:: DATA SHOWN

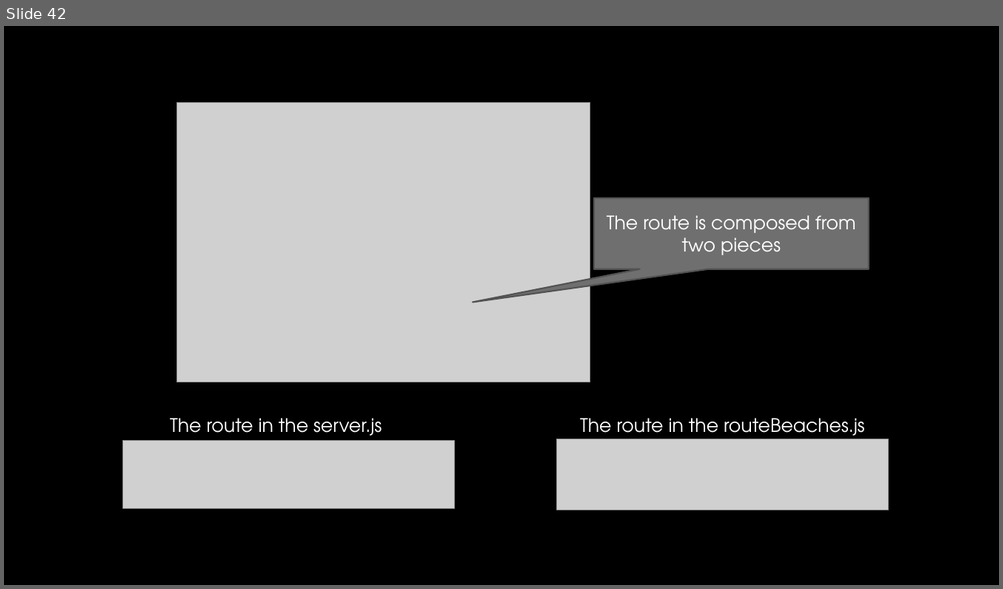
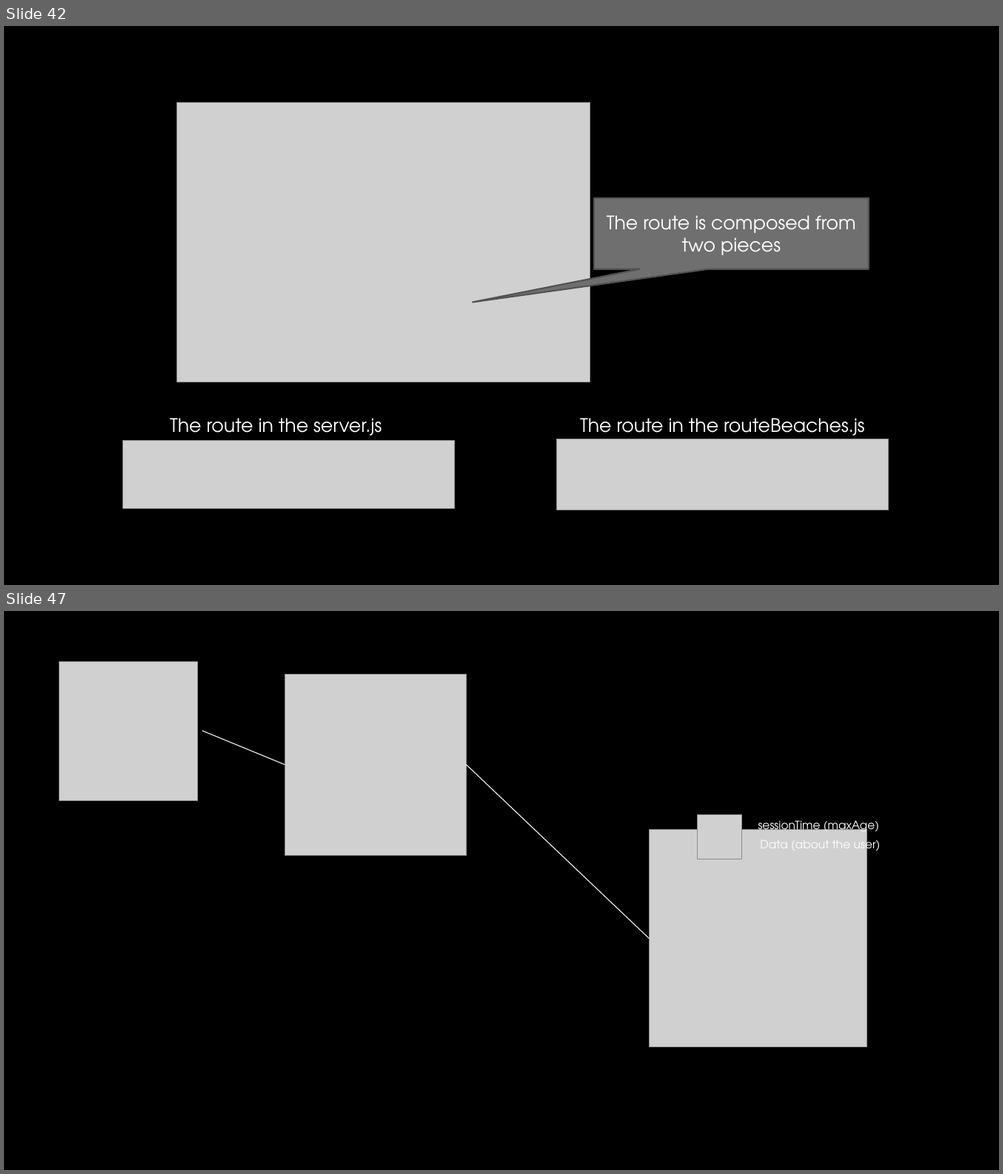
Before and after one commit to talyaron/fullstack-itc-may21, a slide deck: 05-Node/03-express/00-presentation/express-recap.pptx. Shown one above the other, each under a label of ours: slide 42 before the commit, slides 42 and 47 after it; the slides between them are not shown. The pictures are 1003x589 and 1003x1174 pixels, drawn with LibreOffice and Linux fonts; fonts in the diff are those of the drawing; grey boxes stand for pictures; background and template pictures are left out. Boxes give left, top, right and bottom in pixels: in the first picture for what was removed or moved away, otherwise in the second. Text is boxed around its words. In the diff, an @@ line names an element or a change of style, - is before the commit and + after.

```diff
--- a/05-Node/03-express/00-presentation/express-recap.pptx
+++ b/05-Node/03-express/00-presentation/express-recap.pptx
@@ slide 47 added at <box>4,611,999,1170</box>, background picture (left out) @@
@@ picture added at <box>60,662,198,800</box> @@
@@ picture added at <box>284,674,466,855</box> @@
@@ line added from (202, 731) to (284, 765), #FFFFFF 0.75 pt @@
@@ line added from (466, 765) to (649, 939), #FFFFFF 0.75 pt @@
@@ picture added at <box>649,829,867,1048</box> @@
@@ picture added at <box>698,815,743,860</box> @@
@@ text added at <box>758,817,879,835</box>, 11 pt, text #FFFFFF @@
+sessionTime (maxAge)
@@ text added at <box>760,837,880,854</box>, 11 pt, text #FFFFFF @@
+Data (about the user)
```
Also in this commit, not shown: 8 other slides added.

::::

WHAT IS EXPECTED:
Give every line of the material that includes the string "Node".

TASK OUTPUT:
Before and after one commit to talyaron/fullstack-itc-may21, a slide deck: 05-Node/03-express/00-presentation/express-recap.pptx. Shown one above the other, each under a label of ours: slide 42 before the commit, slides 42 and 47 after it; the slides between them are not shown. The pictures are 1003x589 and 1003x1174 pixels, drawn with LibreOffice and Linux fonts; fonts in the diff are those of the drawing; grey boxes stand for pictures; background and template pictures are left out. Boxes give left, top, right and bottom in pixels: in the first picture for what was removed or moved away, otherwise in the second. Text is boxed around its words. In the diff, an @@ line names an element or a change of style, - is before the commit and + after.
--- a/05-Node/03-express/00-presentation/express-recap.pptx
+++ b/05-Node/03-express/00-presentation/express-recap.pptx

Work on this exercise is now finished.